From: Peter Kirk (peterkirk@qaya.org)
Date: Fri Mar 19 2004 - 12:34:40 EST
On 19/03/2004 08:16, brian@gael-image.com wrote:
>I have a confession to make. I don't really care, personally, about the whole
>dotted-i vs. undotted-i thing. When I write Irish, I use Roman typefaces and
>the standardized orthography. The real reason that I have tried to sustain this
>argument is my interest in the relationship between orthography and identity.
>
>Marion Gunn raised a question which I'd paraphrase as, How can continuance of
>dotless-i be guaranteed in Irish texts? By "guarantee," I take this to mean in
>all representations regardless of font selection--i.e., the underlying form vs.
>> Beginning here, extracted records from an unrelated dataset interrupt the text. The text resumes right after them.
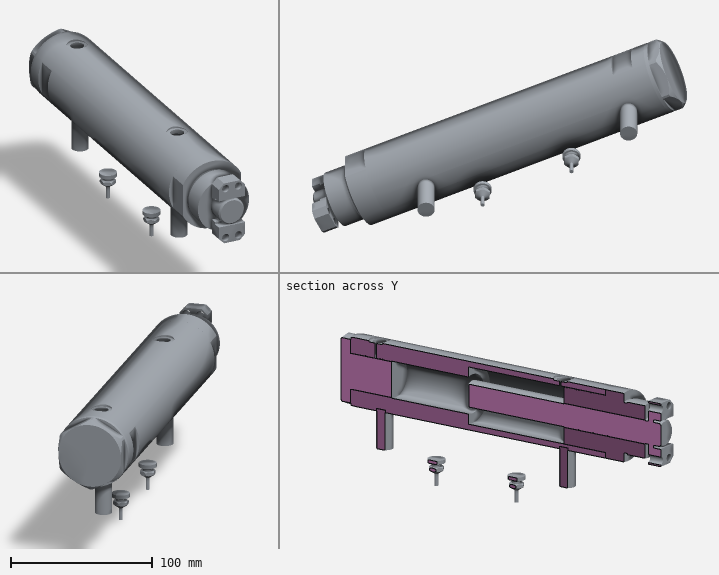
import cadquery as cq

total_length = 276.5
barrel_radius = 26.0
across_flats = 46.0

cap_length = 8.5
cap_chamfer = barrel_radius - across_flats / 2
spigot_radius = 14.5
spigot_end = 44.2

barrel_end = 228.7
barrel_chamfer_length = 2.5
barrel_chamfer_depth = 0.3
barrel_flat_start = 21.0
barrel_flat_end = 36.2
chamber_start = 110.5
chamber_radius = 21.5

port_positions = (30.5, 189.5)
port_radius = 5.0
spotface_radius = 7.5
spotface_height = 24.5

post_positions = (34.8, 192.5)
post_radius = 6.0
post_top = -23.8
post_bottom = -53.5

gland_spigot_start = 192.7
gland_end = 244.7
neck_radius = 19.4
collar_start = 247.0
collar_end = 263.0
collar_radius = 20.2
collar_chamfer = collar_radius - neck_radius

rod_radius = 10.0
rod_chamfer = 1.0
crossbar_start = 265.5
crossbar_width = 20.7
crossbar_height = 46.7
crossbar_chamfer = 4.1
slot_height = 17.1
wide_slot_start = 270.1
wide_slot_height = 20.5
screw_hole_radius = 2.8
screw_hole_spacing_y = 10.0
screw_hole_spacing_z = 38.2

stem_positions = (79.4, 148.5)
stem_top = post_bottom
stem_head_radius = 6.4
stem_head_bottom = -56.0
stem_cone_radius = 5.0
stem_neck_radius = 3.3
stem_neck_top = -57.5
stem_hex_top = -59.0
stem_hex_bottom = -62.0
stem_hex_corner_radius = 5.8
stem_hex_chamfer = 0.8
stem_pin_top = -64.5
stem_pin_radius = 1.5
stem_bottom = -73.3


def rod_x(radius, start, end):
    """Cylinder along the X axis between two X positions."""
    return cq.Workplane("YZ", origin=(start, 0, 0)).circle(radius).extrude(end - start)


def rod_z(x, radius, bottom, top):
    """Vertical cylinder at a given X between two heights."""
    return cq.Workplane("XY", origin=(x, 0, bottom)).circle(radius).extrude(top - bottom)


def box_x(start, end, width, height):
    """Box centred on the X axis between two X positions."""
    return cq.Workplane("YZ", origin=(start, 0, 0)).rect(width, height).extrude(end - start)


def make_cap():
    """Hexagonal cap with turned corners and a spigot that plugs the barrel's small bore."""
    hexagon = (
        cq.Workplane("YZ")
        .polygon(6, across_flats, circumscribed=True)
        .extrude(cap_length)
    )
    turned = rod_x(barrel_radius, 0, cap_length).faces("<X").chamfer(cap_chamfer)
    return hexagon.intersect(turned).union(rod_x(spigot_radius, cap_length, spigot_end))


def make_barrel():
    """Bored tube with wrench flats, two top ports and two bottom post sockets."""
    barrel = (
        rod_x(barrel_radius, cap_length, barrel_end)
        .faces("<X")
        .chamfer(barrel_chamfer_length, barrel_chamfer_depth)
    )
    diameter = 2 * barrel_radius
    flat_band = box_x(barrel_flat_start, barrel_flat_end, diameter, diameter)
    barrel = barrel.cut(
        flat_band.cut(box_x(barrel_flat_start, barrel_flat_end, across_flats, diameter))
    )
    barrel = barrel.cut(rod_x(spigot_radius, cap_length, chamber_start))
    barrel = barrel.cut(rod_x(chamber_radius, chamber_start, barrel_end))
    for x in port_positions:
        barrel = barrel.cut(rod_z(x, spotface_radius, spotface_height, barrel_radius))
        barrel = barrel.cut(rod_z(x, port_radius, 0, barrel_radius))
    for x in post_positions:
        barrel = barrel.cut(rod_z(x, post_radius, post_bottom, post_top))
    return barrel


def make_gland():
    """End gland: spigot in the chamber, flatted flange, neck and collar around the rod."""
    flange = rod_x(barrel_radius, barrel_end, gland_end)
    flange = flange.intersect(box_x(barrel_end, gland_end, across_flats, 2 * barrel_radius))
    collar = rod_x(collar_radius, collar_start, collar_end).faces("<X").chamfer(collar_chamfer)
    return (
        flange.union(rod_x(chamber_radius, gland_spigot_start, barrel_end))
        .union(rod_x(neck_radius, gland_end, collar_start))
        .union(collar)
        .cut(rod_x(rod_radius, gland_spigot_start, collar_end))
    )


def make_connector():
    """Rod through the gland with a chamfered crossbar, slotted across and drilled in each wing."""
    crossbar = (
        box_x(crossbar_start, total_length, crossbar_width, crossbar_height)
        .edges("|X")
        .chamfer(crossbar_chamfer)
    )
    slot = box_x(crossbar_start, total_length, crossbar_width, slot_height)
    wide_slot = box_x(wide_slot_start, total_length, crossbar_width, wide_slot_height)
    rod = rod_x(rod_radius, chamber_start, total_length).faces(">X").chamfer(rod_chamfer)
    screw_holes = (
        cq.Workplane("YZ", origin=(crossbar_start, 0, 0))
        .rect(screw_hole_spacing_y, screw_hole_spacing_z, forConstruction=True)
        .vertices()
        .circle(screw_hole_radius)
        .extrude(total_length - crossbar_start)
    )
    return crossbar.cut(slot).cut(wide_slot).cut(screw_holes).union(rod)


def make_stem(x):
    """Valve stem: round head, waisted neck, chamfered hexagon and pin."""
    turned = (
        cq.Workplane("XZ", origin=(x, 0, 0))
        .moveTo(0, stem_top)
        .lineTo(stem_head_radius, stem_top)
        .lineTo(stem_head_radius, stem_head_bottom)
        .lineTo(stem_cone_radius, stem_head_bottom)
        .lineTo(stem_neck_radius, stem_neck_top)
        .lineTo(stem_neck_radius, stem_hex_bottom)
        .lineTo(stem_cone_radius, stem_hex_bottom)
        .lineTo(stem_pin_radius, stem_pin_top)
        .lineTo(stem_pin_radius, stem_bottom)
        .lineTo(0, stem_bottom)
        .close()
        .revolve(360, (0, 0), (0, 1))
    )
    hexagon = (
        cq.Workplane("XY", origin=(x, 0, stem_hex_bottom))
        .polygon(6, 2 * stem_hex_corner_radius)
        .extrude(stem_hex_top - stem_hex_bottom)
    )
    rounding = (
        rod_z(x, stem_hex_corner_radius, stem_hex_bottom, stem_hex_top)
        .faces("<Z or >Z")
        .chamfer(stem_hex_chamfer)
    )
    return turned.union(hexagon.intersect(rounding))


cap = make_cap()
barrel = make_barrel()
gland = make_gland()
connector = make_connector()
posts = [rod_z(x, post_radius, post_bottom, post_top) for x in post_positions]
stems = [make_stem(x) for x in stem_positions]

bodies = [cap, barrel, gland, connector, *posts, *stems]
result = cq.Compound.makeCompound([body.solids().val() for body in bodies])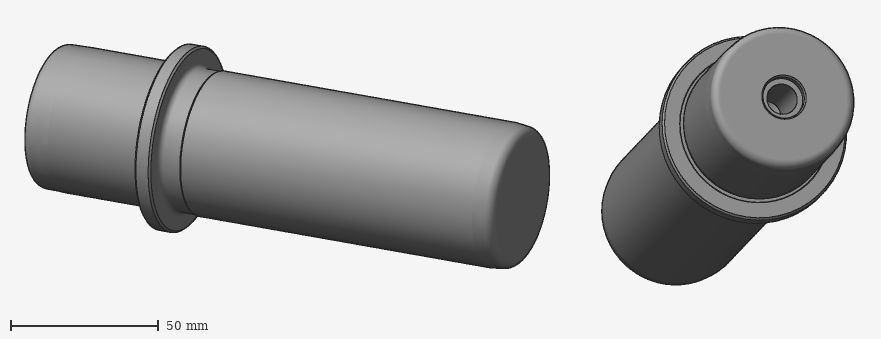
import cadquery as cq
import math

LENGTH = 175.0
BODY_RADIUS = 25.0

HEAD_CORNER_LENGTH = 2.8
HEAD_TAPER_END = 9.6
HEAD_TAPER_RADIUS = 24.8
HEAD_FACE_RADIUS = 22.0

FLANGE_START = 45.0
FLANGE_WIDTH = 6.0
FLANGE_RADIUS = 32.0
FLANGE_CHAMFER = 0.7

RELIEF_START = 44.0
RELIEF_FACE_DEPTH = 0.2
RELIEF_DEPTH = 0.4
RELIEF_OUTER_RADIUS = 26.0

NECK_RADIUS = 24.7
NECK_FILLET = 2.0
NECK_END = 58.6
SHANK_START = 59.2

TAIL_TAPER_START = 167.6
TAIL_CORNER_LENGTH = 3.2
TAIL_TAPER_RADIUS = 24.5

COUNTERBORE_RADIUS = 7.2
COUNTERBORE_DEPTH = 3.0
COUNTERBORE_CHAMFER = 0.5
DRILL_RADIUS = 5.2
DRILL_DEPTH = 28.0
DRILL_TIP_ANGLE = 118.0

flange_end = FLANGE_START + FLANGE_WIDTH
relief_floor_x = FLANGE_START + RELIEF_FACE_DEPTH
tail_corner_start = LENGTH - TAIL_CORNER_LENGTH
tail_face_radius = TAIL_TAPER_RADIUS - TAIL_CORNER_LENGTH
diagonal = math.sqrt(0.5)


def revolve_about_x(profile):
    return profile.close().revolve(360, (0, 0, 0), (1, 0, 0))


def make_pin():
    """Head, flange, neck and shank as one turned profile of (x, radius) points."""
    head_rise = HEAD_TAPER_RADIUS - HEAD_FACE_RADIUS
    profile = (
        cq.Workplane("XY")
        .lineTo(0, HEAD_FACE_RADIUS)
        .threePointArc(
            (HEAD_CORNER_LENGTH * (1 - diagonal), HEAD_FACE_RADIUS + head_rise * diagonal),
            (HEAD_CORNER_LENGTH, HEAD_TAPER_RADIUS),
        )
        .lineTo(HEAD_TAPER_END, BODY_RADIUS)
        .lineTo(RELIEF_START, BODY_RADIUS)
        .lineTo(RELIEF_START + RELIEF_DEPTH, BODY_RADIUS - RELIEF_DEPTH)
        .lineTo(relief_floor_x, BODY_RADIUS - RELIEF_DEPTH)
        .lineTo(relief_floor_x, RELIEF_OUTER_RADIUS - RELIEF_FACE_DEPTH)
        .lineTo(FLANGE_START, RELIEF_OUTER_RADIUS)
        .lineTo(FLANGE_START, FLANGE_RADIUS - FLANGE_CHAMFER)
        .lineTo(FLANGE_START + FLANGE_CHAMFER, FLANGE_RADIUS)
        .lineTo(flange_end - FLANGE_CHAMFER, FLANGE_RADIUS)
        .lineTo(flange_end, FLANGE_RADIUS - FLANGE_CHAMFER)
        .lineTo(flange_end, NECK_RADIUS + NECK_FILLET)
        .threePointArc(
            (flange_end + NECK_FILLET * (1 - diagonal), NECK_RADIUS + NECK_FILLET * (1 - diagonal)),
            (flange_end + NECK_FILLET, NECK_RADIUS),
        )
        .lineTo(NECK_END, NECK_RADIUS)
        .lineTo(SHANK_START, BODY_RADIUS)
        .lineTo(TAIL_TAPER_START, BODY_RADIUS)
        .lineTo(tail_corner_start, TAIL_TAPER_RADIUS)
        .threePointArc(
            (
                tail_corner_start + TAIL_CORNER_LENGTH * diagonal,
                tail_face_radius + TAIL_CORNER_LENGTH * diagonal,
            ),
            (LENGTH, tail_face_radius),
        )
        .lineTo(LENGTH, 0)
    )
    return revolve_about_x(profile)


def make_centre_hole():
    """Chamfered counterbore and a blind drilled hole with a conical bottom."""
    tip_length = DRILL_RADIUS / math.tan(math.radians(DRILL_TIP_ANGLE / 2))
    profile = (
        cq.Workplane("XY")
        .lineTo(0, COUNTERBORE_RADIUS + COUNTERBORE_CHAMFER)
        .lineTo(COUNTERBORE_CHAMFER, COUNTERBORE_RADIUS)
        .lineTo(COUNTERBORE_DEPTH, COUNTERBORE_RADIUS)
        .lineTo(COUNTERBORE_DEPTH, DRILL_RADIUS)
        .lineTo(DRILL_DEPTH, DRILL_RADIUS)
        .lineTo(DRILL_DEPTH + tip_length, 0)
    )
    return revolve_about_x(profile)


result = make_pin().cut(make_centre_hole())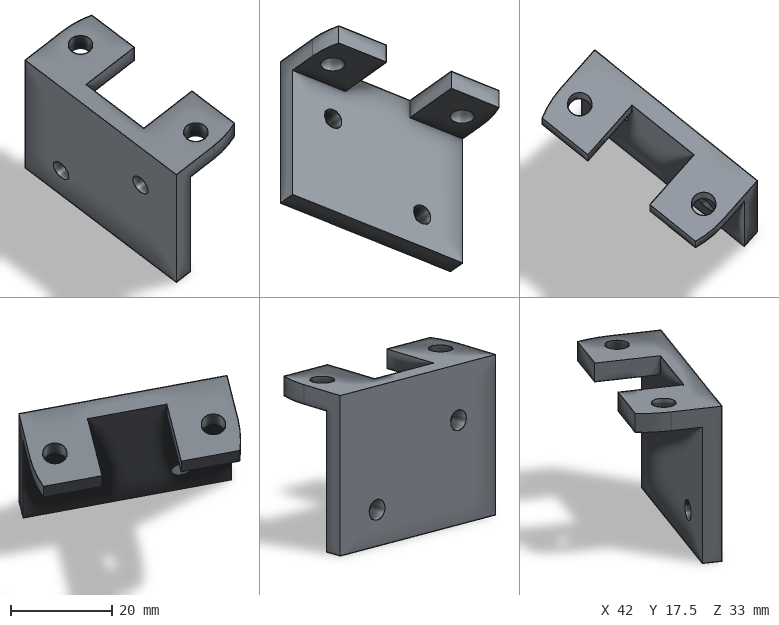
import cadquery as cq
import math

width = 42.0
depth = 17.5
height = 33.0
thickness = 4.0

end_radius = width / 2
hole_line_y = 10.5
slot_width = 16.0
slot_floor_y = thickness
flange_hole_spacing = 32.0
flange_hole_diameter = 4.8

plate_hole_spacing_x = 22.0
plate_hole_spacing_z = 14.0
lower_hole_z = 7.5
plate_hole_diameter = 4.2


def make_plate():
    """Upright mounting plate."""
    return cq.Workplane("XY").box(width, thickness, height, centered=(True, False, False))


def make_flange():
    """Top flange whose sides curve inward along one circle centred on the hole line."""
    side_x = width / 2

    def arc_x(y):
        return math.sqrt(end_radius**2 - (y - hole_line_y) ** 2)

    tip_x = arc_x(depth)
    middle_y = (hole_line_y + depth) / 2
    middle_x = arc_x(middle_y)
    return (
        cq.Workplane("XY")
        .workplane(offset=height - thickness)
        .moveTo(-side_x, 0)
        .lineTo(side_x, 0)
        .lineTo(side_x, hole_line_y)
        .threePointArc((middle_x, middle_y), (tip_x, depth))
        .lineTo(-tip_x, depth)
        .threePointArc((-middle_x, middle_y), (-side_x, hole_line_y))
        .close()
        .extrude(thickness)
    )


def make_slot():
    """Cutter that opens the middle of the flange toward +Y."""
    return (
        cq.Workplane("XY")
        .box(slot_width, depth - slot_floor_y, thickness, centered=(True, False, False))
        .translate((0, slot_floor_y, height - thickness))
    )


def make_flange_holes():
    """Cutters for the vertical holes, one in each arm of the flange."""
    half_spacing = flange_hole_spacing / 2
    return (
        cq.Workplane("XY")
        .workplane(offset=height - thickness)
        .pushPoints([(-half_spacing, hole_line_y), (half_spacing, hole_line_y)])
        .circle(flange_hole_diameter / 2)
        .extrude(thickness)
    )


def make_plate_holes():
    """Cutters for the diagonal pair of holes through the plate."""
    half_spacing = plate_hole_spacing_x / 2
    upper_hole_z = lower_hole_z + plate_hole_spacing_z
    return (
        cq.Workplane("XZ")
        .pushPoints([(-half_spacing, lower_hole_z), (half_spacing, upper_hole_z)])
        .circle(plate_hole_diameter / 2)
        .extrude(-thickness)
    )


result = make_plate().union(make_flange())
result = result.cut(make_slot())
result = result.cut(make_flange_holes())
result = result.cut(make_plate_holes())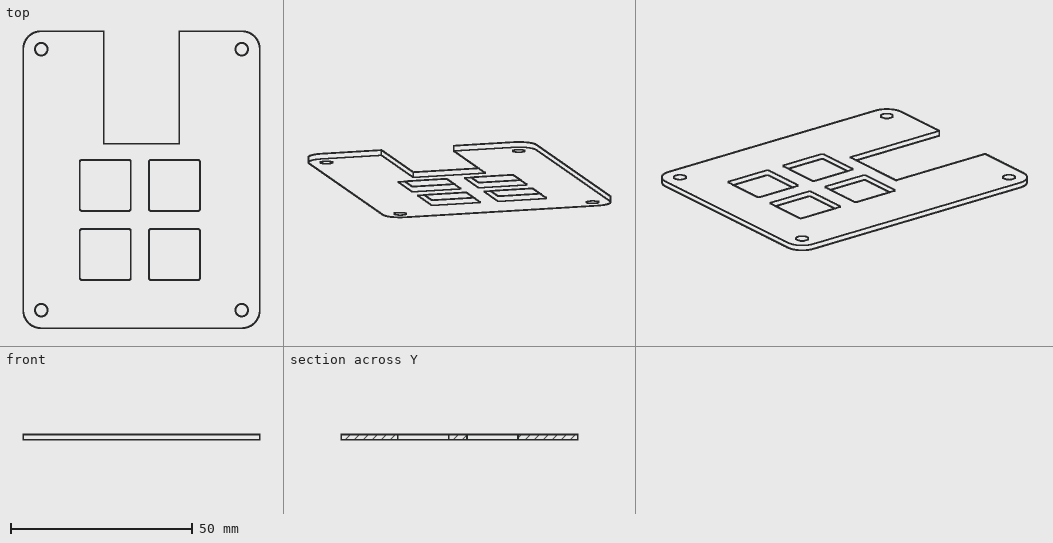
import cadquery as cq

PLATE_WIDTH = 65.24
PLATE_LENGTH = 81.91
PLATE_THICKNESS = 1.5
CORNER_RADIUS = 5.0

HOLE_DIAMETER = 3.4
HOLE_INSET = CORNER_RADIUS

NOTCH_WIDTH = 20.7
NOTCH_DEPTH = 31.0

WINDOW_SIZE = 14.0
WINDOW_PITCH = 19.05
WINDOW_CORNER_RADIUS = 0.5
WINDOWS_PER_SIDE = 2
GRID_CENTER_X = -0.45
GRID_CENTER_Y = -11.1


def make_plate():
    """Rounded rectangular plate centred on X and Y, with its underside at Z = 0."""
    plate = cq.Workplane("XY").rect(PLATE_WIDTH, PLATE_LENGTH).extrude(PLATE_THICKNESS)
    return plate.edges("|Z").fillet(CORNER_RADIUS)


def make_mounting_holes():
    """Four through holes, one near each corner."""
    spacing_x = PLATE_WIDTH - 2 * HOLE_INSET
    spacing_y = PLATE_LENGTH - 2 * HOLE_INSET
    corners = cq.Workplane("XY").rect(spacing_x, spacing_y, forConstruction=True).vertices()
    return corners.circle(HOLE_DIAMETER / 2).extrude(PLATE_THICKNESS)


def make_notch():
    """Rectangular notch running inward from the middle of the +Y edge."""
    center_y = PLATE_LENGTH / 2 - NOTCH_DEPTH / 2
    outline = cq.Workplane("XY").center(0, center_y).rect(NOTCH_WIDTH, NOTCH_DEPTH)
    return outline.extrude(PLATE_THICKNESS)


def make_windows():
    """Square windows with slightly rounded corners on an even grid."""
    grid = cq.Workplane("XY").center(GRID_CENTER_X, GRID_CENTER_Y)
    grid = grid.rarray(WINDOW_PITCH, WINDOW_PITCH, WINDOWS_PER_SIDE, WINDOWS_PER_SIDE)
    windows = grid.rect(WINDOW_SIZE, WINDOW_SIZE).extrude(PLATE_THICKNESS)
    return windows.edges("|Z").fillet(WINDOW_CORNER_RADIUS)


result = make_plate().cut(make_mounting_holes()).cut(make_notch()).cut(make_windows())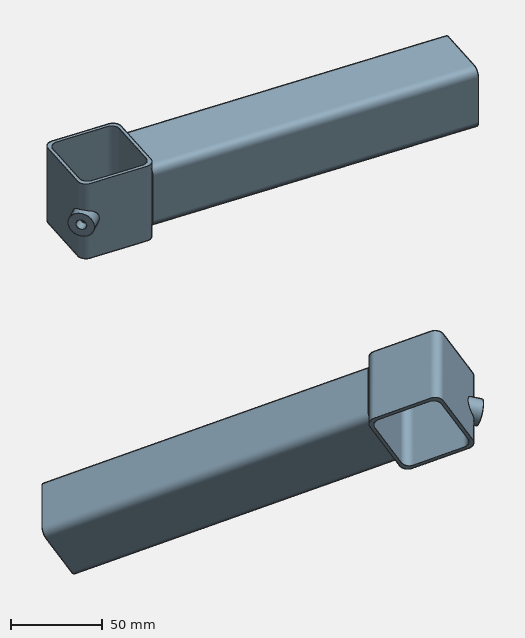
import cadquery as cq
import math

sleeve_width = 45.0
sleeve_height = 50.0
sleeve_wall = 2.0
corner_radius = 5.0

arm_width = 40.0
total_length = 251.3

boss_diameter = 15.0
boss_overhang = 6.3
boss_hole_diameter = 6.0

half_width = sleeve_width / 2
bore_width = sleeve_width - 2 * sleeve_wall
arm_length = total_length - sleeve_width - boss_overhang
boss_reach = math.sqrt(2) * (half_width + boss_overhang) - boss_diameter / 2


def rounded_block(width, height):
    """Upright square block with rounded vertical edges, centred on the origin."""
    return cq.Workplane("XY").box(width, width, height).edges("|Z").fillet(corner_radius)


def diagonal_cylinder(diameter):
    """Cylinder from the sleeve axis out through the +X, -Y corner."""
    diagonal_plane = cq.Plane(origin=(0, 0, 0), xDir=(0, 0, 1), normal=(1, -1, 0))
    return cq.Workplane(diagonal_plane).circle(diameter / 2).extrude(boss_reach)


def make_arm():
    """Solid arm with rounded long edges, starting at the sleeve's +Y face."""
    arm = cq.Workplane("XY").box(arm_width, arm_length, arm_width)
    arm = arm.edges("|Y").fillet(corner_radius)
    return arm.translate((0, half_width + arm_length / 2, 0))


sleeve = rounded_block(sleeve_width, sleeve_height)
bore = rounded_block(bore_width, sleeve_height)

body = sleeve.union(make_arm()).union(diagonal_cylinder(boss_diameter))
result = body.cut(bore).cut(diagonal_cylinder(boss_hole_diameter))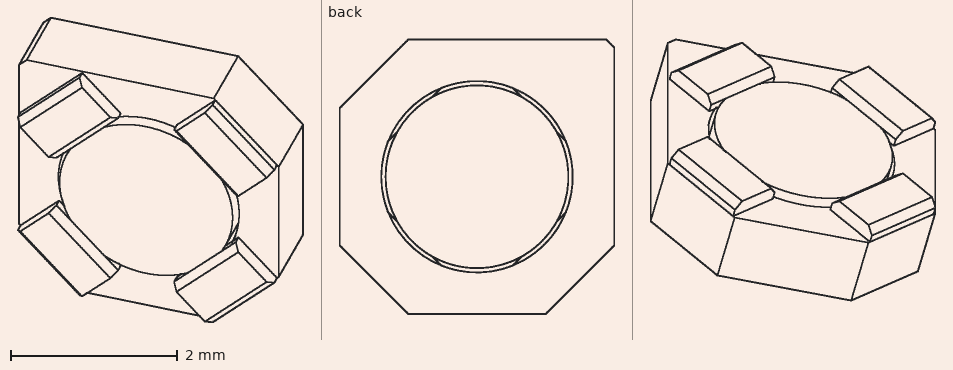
import cadquery as cq

side = 3.3
total_depth = 1.1
step = 0.1
frame_depth = total_depth - 2 * step
corner_cut = 0.825
marker_cut = 0.1

bore_radius = 1.15
core_radius = 1.1

pad_length = 1.11
pad_inner = 1.055
pad_outer = 1.75
pad_bevel = 0.092

half = side / 2
back_y = total_depth / 2
frame_front_y = back_y - frame_depth


def make_frame():
    inset = half - corner_cut
    marker_inset = half - marker_cut
    outline = [
        (-marker_inset, half), (inset, half),
        (half, inset), (half, -inset),
        (inset, -half), (-inset, -half),
        (-half, -inset), (-half, marker_inset),
    ]
    return (
        cq.Workplane("XZ", origin=(0, back_y, 0))
        .polyline(outline).close()
        .extrude(frame_depth)
        .faces("<Y").workplane(origin=(0, 0, 0))
        .circle(bore_radius)
        .cutThruAll()
    )


def make_core():
    return (
        cq.Workplane("XZ", origin=(0, back_y, 0))
        .circle(core_radius)
        .extrude(frame_depth + step)
    )


def make_pad(angle):
    shoulder_y = frame_front_y - step
    front_y = shoulder_y - step
    section = [
        (pad_inner, frame_front_y), (pad_outer, frame_front_y),
        (pad_outer, shoulder_y), (pad_outer - pad_bevel, front_y),
        (pad_inner + pad_bevel, front_y), (pad_inner, shoulder_y),
    ]
    return (
        cq.Workplane("XY")
        .polyline(section).close()
        .extrude(pad_length / 2, both=True)
        .rotate((0, 0, 0), (0, 1, 0), angle)
    )


result = make_frame().union(make_core())
for pad_angle in (45, 135, 225, 315):
    result = result.union(make_pad(pad_angle))

>the surface form. In the ensuing discussion, this question was not answered.
>Instead, the question itself was dismissed as irrelevant and declared
>ignorant.
>
>
>
The problem is that this is NOT what she meant. If she and other Irish
speakers had requested that i was always left undotted in Irish language
texts, regardless of the font selection, then the obvious answer is the
one I suggested earlier, to use the dotless i character defined for
Turkish. But it seems that the requirement is for dots in some fonts and
no dots in other fonts. The only way to do that (and it is of course not
a guarantee) is to use different glyphs in different fonts.